Читаем Windows® Internals, Sixth Edition, Part 2 полностью

The crash generated in the preceding section with Notmyfault’s High IRQL Fault (Kernel-Mode) option poses no challenge for the debugger’s automated analysis. Unfortunately, most crashes are not so easy and sometimes are impossible to debug. There are several levels of increasing severity in terms of system performance degradation that might help turn system crashes that cannot be analyzed into ones that can be. If the crashes generated after you configure a level and reboot aren’t revealing the cause, try the next level.

If there are one or more drivers you consider likely sources of the crashes—because they were introduced into the system relatively recently, they were recently updated, or the circumstances of the crash implicate them—enable them for verification using Driver Verifier and check all the verification options except for low resources simulation. (See Chapter 8 for more information on Driver Verifier.)

If the computer is running a 32-bit version of Windows, enable the same level of verification as in level 1 on all unsigned drivers in the system. (All drivers on a 64-bit system must be signed unless this restriction is disabled manually at boot time by pressing F8 and choosing the advanced boot option Disable Driver Signature Enforcement.)

Enable the same verification as in level 1 on all drivers in the system. To maintain reasonable performance, you may want to divide the drivers into groups, enabling Driver Verifier on one group at a time between reboots.

Note

If your system becomes unbootable because Driver Verifier detects a driver error and crashes the system, start in safe mode (where verification is disabled), run Driver Verifier, and delete the verification settings.

The following sections demonstrate how Driver Verifier can make impossible-to-debug crashes into ones that you can solve.
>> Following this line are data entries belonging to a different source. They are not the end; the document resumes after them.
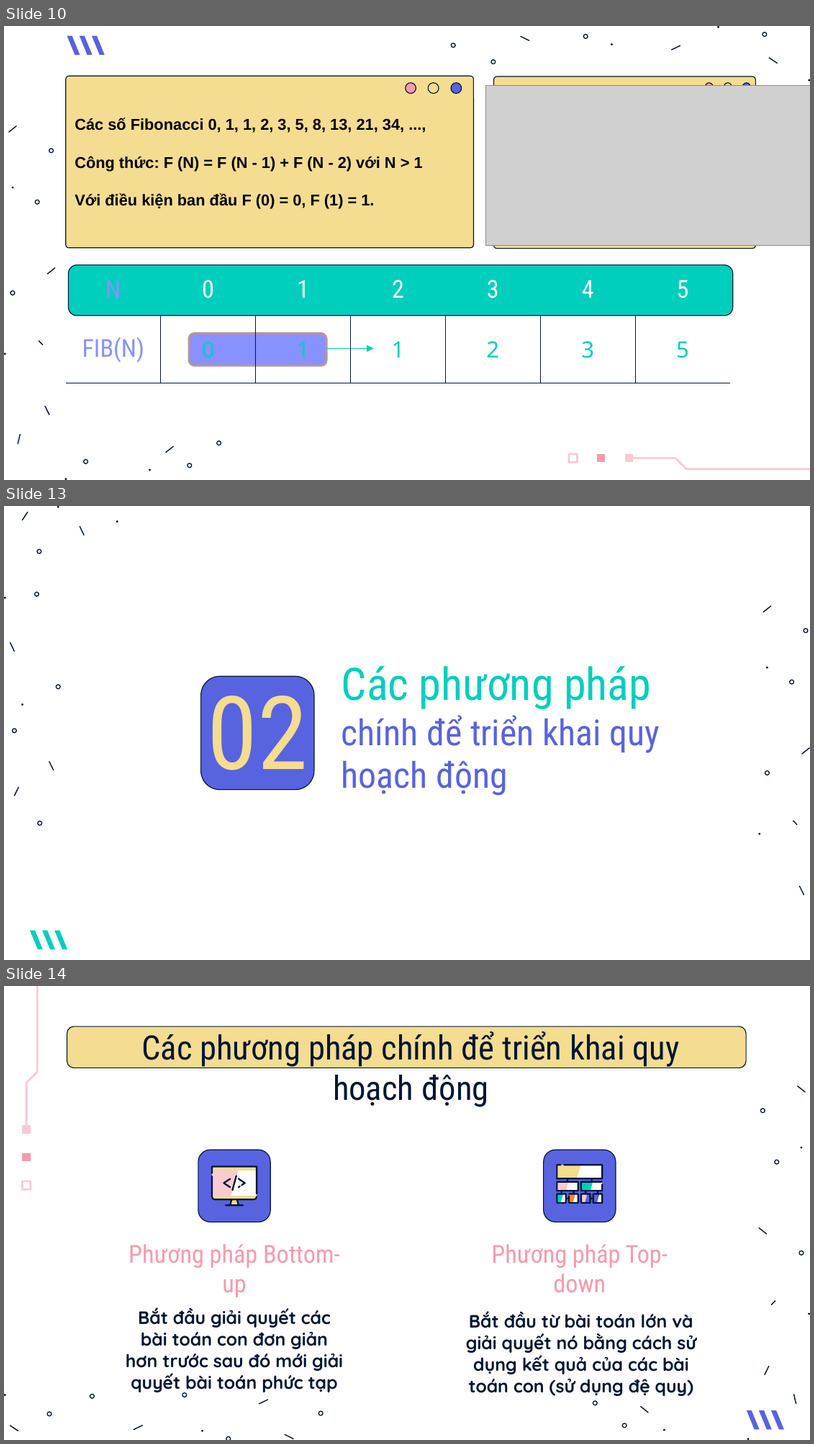
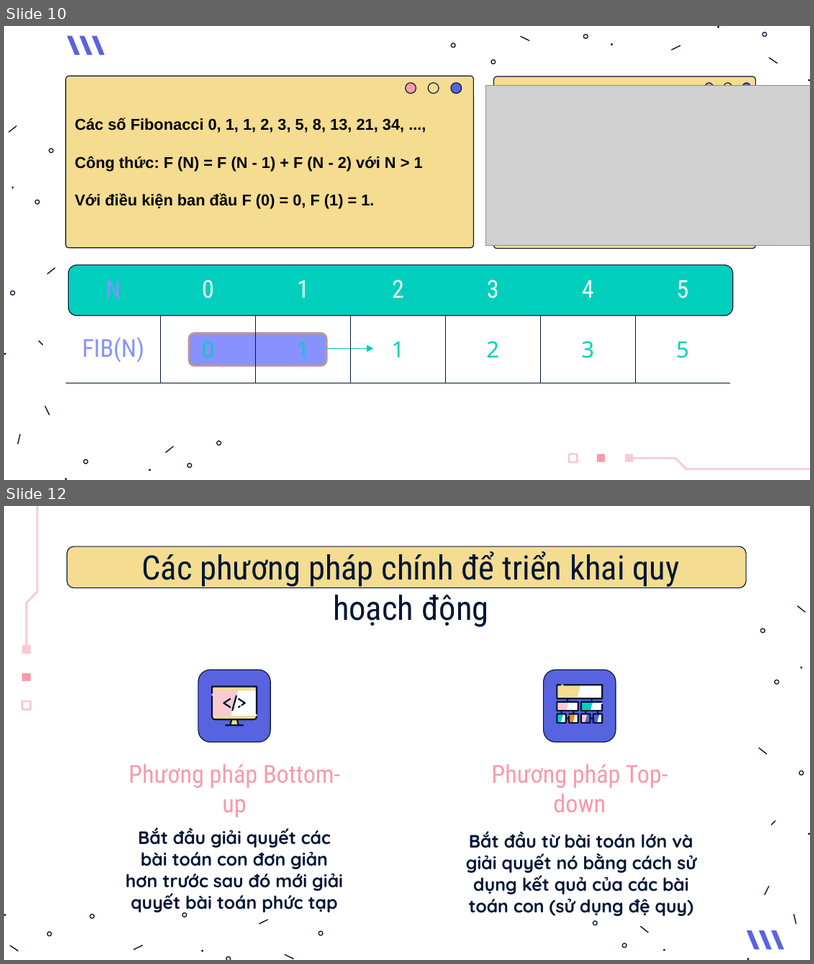
Before and after one commit to Tox1cCoder/CS112, a slide deck: Slide.pptx. Shown one above the other, each under a label of ours: slides 10, 13 and 14 before the commit, slides 10 and 12 after it; the slides between them are not shown. The pictures are 814x1444 and 814x964 pixels, drawn with LibreOffice and Linux fonts; fonts in the diff are those of the drawing; grey boxes stand for pictures. Boxes give left, top, right and bottom in pixels: in the first picture for what was removed or moved away, otherwise in the second. Text is boxed around its words. In the diff, an @@ line names an element or a change of style, - is before the commit and + after.

```diff
--- a/Slide.pptx
+++ b/Slide.pptx
@@ slide 13 removed at <box>4,506,810,960</box>, background #FFFFFF @@
@@ group removed at <box>4,506,118,826</box>: 14 freeform shapes @@
@@ group removed at <box>759,605,810,895</box>: 9 freeform shapes @@
@@ rounded rectangle removed at <box>201,676,314,789</box> @@
@@ title removed at <box>208,676,309,793</box> @@
-02
@@ title removed at <box>342,666,660,795</box> @@
-Các phương pháp
-chính để triển khai quy hoạch động
@@ freeform shape removed at <box>30,930,43,950</box> @@
@@ freeform shape removed at <box>42,930,55,950</box> @@
@@ freeform shape removed at <box>55,930,67,950</box> @@
@@ what was slide 14 is now slide 12 @@
```
Also in this commit, not shown: 12 slides changed, 1 other slide removed.

Buffer Overruns, Memory Corruption, and Special Pool

One of the most common sources of crashes on Windows is pool corruption. Pool corruption usually occurs when a driver suffers from a buffer overrun or buffer underrun bug that causes it to overwrite data past either the end or start of a buffer it has allocated from paged or nonpaged pool. The Executive’s pool-tracking structures reside on either side of a pool buffer and separate buffers from each other. These bugs, therefore, cause corruption to the pool tracking structures, to buffers owned by other drivers, or to both. You can often catch the culprit of a pool overrun by using the !pool command to examine the surrounding pool tags. Find the address at which the corruption occurred, and use !pool address_of_corruption . This command will display all the pool allocations that are on the same page as the corruption. Looking in the left column, find the range of the corrupted address and then look at the allocation just previous to it and find its pool tag. This will likely be the culprit in a buffer overrun. You can use the Pooltag.txt file in the Triage folder of the Debugging Tools for Windows installation directory to find the driver that owns the pool tag, or use the Strings utility from Sysinternals.

Pool corruption can also occur when a driver writes to pool it had previously owned but subsequently freed. This is called a use after free bug and is usually caused by a race condition in a driver. These bugs are particularly hard to debug because the driver that corrupts memory no longer has any traceable ties to the memory, such as a neighboring pool tag as in a buffer overrun. Another fairly common cause of pool corruption is direct memory access (DMA). DMA occurs when hardware writes directly to RAM instead of going through a driver; however, the driver is still responsible for coordinating the whole process by allocating the memory that the hardware will write to and programming the hardware registers of the device with the details of the operation. If a driver has a bug that releases the memory it is using for DMA before the hardware writes to it, the memory can be given to another driver or even to a user-mode application, which will certainly not expect to have hardware writing to it.

The crashes caused by pool corruption are virtually impossible to debug because the system crashes when corrupted data is referenced, not when the corruption occurs. However, sometimes you can take steps to at least obtain a clue about what corrupted the memory. The first step is to try to determine the size of the corruption by looking at the corrupted data. If the corruption is a single bit, it was likely caused by bad RAM or a faulty processor. If the corruption is fairly small, it could be caused by hardware or software, and finding a root cause will be nearly impossible. In the case of large corruptions, you can look for patterns in the corruption, like strings (for example, HTTP packet payloads, file contents of text-based files, and so on).